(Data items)
-------

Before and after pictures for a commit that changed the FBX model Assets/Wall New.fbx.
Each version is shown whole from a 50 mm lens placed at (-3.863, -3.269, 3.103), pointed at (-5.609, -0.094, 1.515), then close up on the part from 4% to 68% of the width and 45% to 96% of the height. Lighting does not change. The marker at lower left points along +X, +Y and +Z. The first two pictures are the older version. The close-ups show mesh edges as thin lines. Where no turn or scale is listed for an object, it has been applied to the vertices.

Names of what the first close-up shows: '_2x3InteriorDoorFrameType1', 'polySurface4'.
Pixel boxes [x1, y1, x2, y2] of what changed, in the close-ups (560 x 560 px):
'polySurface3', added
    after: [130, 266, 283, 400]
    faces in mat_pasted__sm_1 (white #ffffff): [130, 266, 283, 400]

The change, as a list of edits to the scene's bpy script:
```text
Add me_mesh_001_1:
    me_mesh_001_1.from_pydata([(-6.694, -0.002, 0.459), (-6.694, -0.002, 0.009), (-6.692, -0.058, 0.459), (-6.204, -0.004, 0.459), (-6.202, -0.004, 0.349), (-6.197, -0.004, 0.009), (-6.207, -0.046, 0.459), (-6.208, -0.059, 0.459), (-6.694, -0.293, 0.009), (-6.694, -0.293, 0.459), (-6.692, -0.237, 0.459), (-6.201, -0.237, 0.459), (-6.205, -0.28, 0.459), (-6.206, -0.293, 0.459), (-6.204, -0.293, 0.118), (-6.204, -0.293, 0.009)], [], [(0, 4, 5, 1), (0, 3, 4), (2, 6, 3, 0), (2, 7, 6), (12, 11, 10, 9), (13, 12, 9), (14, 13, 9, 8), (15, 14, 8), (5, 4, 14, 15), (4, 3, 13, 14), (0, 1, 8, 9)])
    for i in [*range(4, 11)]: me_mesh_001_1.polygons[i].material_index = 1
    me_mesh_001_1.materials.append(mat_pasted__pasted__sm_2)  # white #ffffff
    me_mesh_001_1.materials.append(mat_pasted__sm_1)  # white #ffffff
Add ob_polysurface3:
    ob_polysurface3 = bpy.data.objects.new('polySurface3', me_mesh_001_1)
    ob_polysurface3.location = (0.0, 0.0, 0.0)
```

-------

Please copy the data in full, character for character.

(Answer for the task)
Before and after pictures for a commit that changed the FBX model Assets/Wall New.fbx.
Each version is shown whole from a 50 mm lens placed at (-3.863, -3.269, 3.103), pointed at (-5.609, -0.094, 1.515), then close up on the part from 4% to 68% of the width and 45% to 96% of the height. Lighting does not change. The marker at lower left points along +X, +Y and +Z. The first two pictures are the older version. The close-ups show mesh edges as thin lines. Where no turn or scale is listed for an object, it has been applied to the vertices.

Names of what the first close-up shows: '_2x3InteriorDoorFrameType1', 'polySurface4'.
Pixel boxes [x1, y1, x2, y2] of what changed, in the close-ups (560 x 560 px):
'polySurface3', added
    after: [130, 266, 283, 400]
    faces in mat_pasted__sm_1 (white #ffffff): [130, 266, 283, 400]

The change, as a list of edits to the scene's bpy script:
```text
Add me_mesh_001_1:
    me_mesh_001_1.from_pydata([(-6.694, -0.002, 0.459), (-6.694, -0.002, 0.009), (-6.692, -0.058, 0.459), (-6.204, -0.004, 0.459), (-6.202, -0.004, 0.349), (-6.197, -0.004, 0.009), (-6.207, -0.046, 0.459), (-6.208, -0.059, 0.459), (-6.694, -0.293, 0.009), (-6.694, -0.293, 0.459), (-6.692, -0.237, 0.459), (-6.201, -0.237, 0.459), (-6.205, -0.28, 0.459), (-6.206, -0.293, 0.459), (-6.204, -0.293, 0.118), (-6.204, -0.293, 0.009)], [], [(0, 4, 5, 1), (0, 3, 4), (2, 6, 3, 0), (2, 7, 6), (12, 11, 10, 9), (13, 12, 9), (14, 13, 9, 8), (15, 14, 8), (5, 4, 14, 15), (4, 3, 13, 14), (0, 1, 8, 9)])
    for i in [*range(4, 11)]: me_mesh_001_1.polygons[i].material_index = 1
    me_mesh_001_1.materials.append(mat_pasted__pasted__sm_2)  # white #ffffff
    me_mesh_001_1.materials.append(mat_pasted__sm_1)  # white #ffffff
Add ob_polysurface3:
    ob_polysurface3 = bpy.data.objects.new('polySurface3', me_mesh_001_1)
    ob_polysurface3.location = (0.0, 0.0, 0.0)
```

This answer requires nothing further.